Nunca lo había oído. ¿Sabes si se usa en otros países?


----------



## aleCcowaN

lazarus1907 said:
			
		

> Nunca lo había oído. ¿Sabes si se usa en otros países?


Tendremos que esperar a que ellos lo digan. Pará mí claramente forma parte de lo que uso y escucho a diario -aunque no estamos usando todo el día este recurso expresivo, pero no es nada excepcional- y no forma parte de lo que leo u oigo en los libros y doblajes o subtitulados, o sea, no se lo considera parte del "castellano neutro" de América.


----------



## Fernando

En España las madres son bastante más inseguras de la eficacia de sus órdenes: "Pepito, ya te estás bajando del árbol".


----------



## aleCcowaN

Fernando said:
			
		

> En España las madres son bastante más inseguras de la eficacia de sus órdenes: "Pepito, ya te estás bajando del árbol".


Aquí la gradación sería:

Bajá del árbol
¡Bajáte del árbol!
¡Bajáte del árbol de una buena vez!
¡Te bajás del árbol! ¡ya!
¡Te bajaste ya de ese árbol!
¡pam!¡paf!¡ñoc!

Es raro que se use la 5. Normalmente con la 4 termina todo, y si no fuera así, algunos deciden pasar directamente a la 6, digamos que otro recurso muy expresivo


----------



## Jessica_limab

lazarus1907 said:
			
		

> Sé que en América es correcto, pero en España no se puede usar "recién" así, por si te interesa.


 

Gracias, ¿y qué se utilizaría en España sustituyendo "recién"?


----------



## Fernando

Jessica_limab said:
			
		

> Gracias, ¿y qué se utilizaría en España sustituyendo "recién"?



Acabamos de hablar con el director.

Hace un momento hemos hablado con el director.


----------



## Rayines

Fernando said:
			
		

> Acabamos de hablar con el director.
> 
> Hace un momento hemos hablado con el director.

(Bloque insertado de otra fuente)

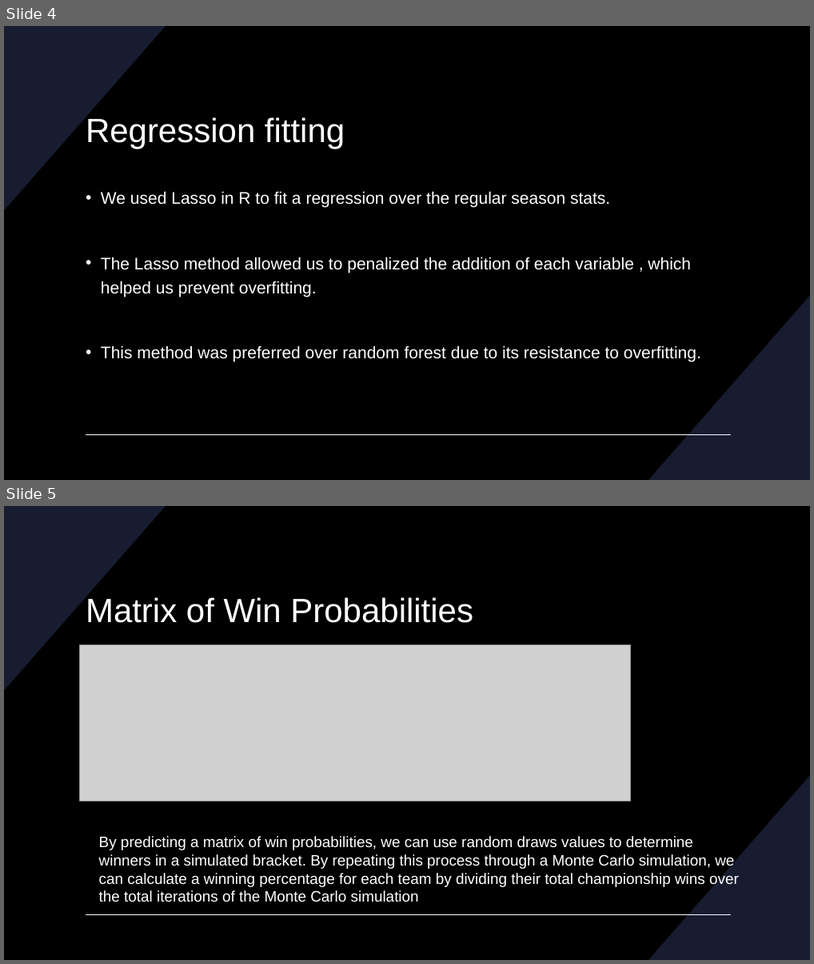
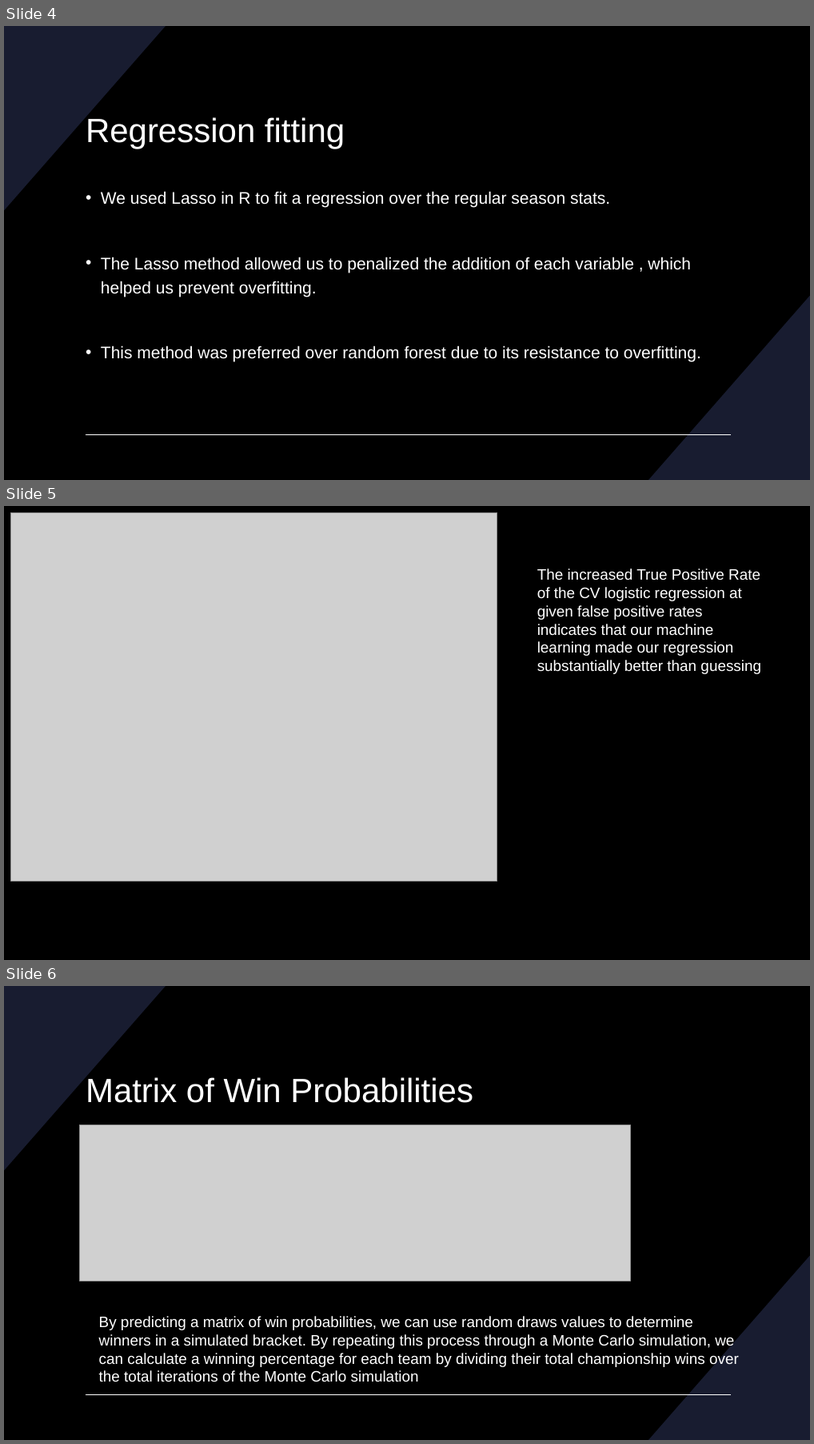
Before and after one commit to crawleyliam/NBA_playoff_bracket, a slide deck: NBA Playoff Powerpoint.pptx. Shown one above the other, each under a label of ours: slides 4 and 5 before the commit, slides 4, 5 and 6 after it. The pictures are 814x964 and 814x1444 pixels, drawn with LibreOffice and Linux fonts; fonts in the diff are those of the drawing; grey boxes stand for pictures. Boxes give left, top, right and bottom in pixels: in the first picture for what was removed or moved away, otherwise in the second. Text is boxed around its words. In the diff, an @@ line names an element or a change of style, - is before the commit and + after.

```diff
--- a/NBA Playoff Powerpoint.pptx
+++ b/NBA Playoff Powerpoint.pptx
@@ slide 5 added at <box>4,506,810,960</box>, background #000000 @@
@@ picture added at <box>10,512,498,880</box> @@
@@ text added at <box>538,568,762,674</box>, 18 pt, text #FFFFFF @@
+The increased True Positive Rate of the CV logistic regression at given false positive rates indicates that our machine learning made our regression substantially better than guessing
@@ what was slide 5 is now slide 6 @@
```
Also in this commit, not shown: 1 other slide added.

¡este thread es imperdible!, ¡Son todos unos genios!....
Pero, ¿cómo se usaría "recién"?


----------



## Fernando

Nos estamos yendo del tema.



			
				Rayines said:
			
		

> Pero, ¿cómo se usaría "recién"?



Yo lo uso siempre con un adjetivo, no sé si tiene otros usos:

Somos unos recién llegados a Madrid.



			
				Rayines said:
			
		

> ¡Son todos unos genios!....



Bueno, sí, los demás tampoco están mal.


----------



## aleCcowaN

Algo para referencia. 

*recién*. *1.* Como adverbio, posee distintos valores:
*a) *En su uso más general, significa ‘poco tiempo antes, hace muy poco’ y se antepone a un participio en función adjetiva para señalar que la acción por él expresada se acaba de producir: _«Tengo café recién hecho» _(Soriano _León_ [Arg. 1986]). Con este sentido, en la mayor parte de América se emplea también delante o detrás de verbos en forma personal, uso que no existe en el español de España: _«Mi tía Lola recién tuvo una niña» _(González _Dios_ [Méx. 1999]); _«¿No hablabas recién del pragmatismo?»_ (Serrano _Corazón_ [Chile 2001]). No debe colocarse entre el auxiliar y el participio en los tiempos compuestos:  _«Había recién egresado de la escuela» _(_Excélsior_ [Méx.] 14.9.01); debió decirse _Recién había egresado_. _Recién _puede anteponerse asimismo a algunos adjetivos, procedentes de verbos, que expresan acción concluida: _«En mi habitación, recién limpia _[...],_ me había estado maquillando»_ (MtnGaite _Nubosidad_ [Esp. 1992]); _«Antón, recién despierto, está acostado sobre un colchón en el piso»_ (Shand _Delmonte_ [Arg. 1987]).
*b) *En buena parte de América se usa, además, con el sentido de ‘justamente o únicamente’, combinado, por lo general, con adverbios o expresiones temporales: _«Recién ahora que lo rememoro y escribo me doy cuenta de que fue un sueño premonitorio»_ (Bryce _Vida_ [Perú 1981]); _«Usted se hizo famoso recién a mediados de los ochenta»_ (Paz _Materia_ [Bol. 2002]).
*2.* En algunos países americanos se usa también como locución conjuntiva temporal, con el sentido de ‘tan pronto como o en cuanto’: _«¿Recuerdas que te lo dije recién llegamos?»_ (Solares _Nen_ [Méx. 1994]).
*3.* No debe usarse como adjetivo antepuesto a un sustantivo:  _«Con más aguante que Berzin, el recién ganador del Giro»_ (_Mundo_ [Esp.] 13.6.94); en estos casos debe emplearse el adjetivo _reciente: el reciente ganador_.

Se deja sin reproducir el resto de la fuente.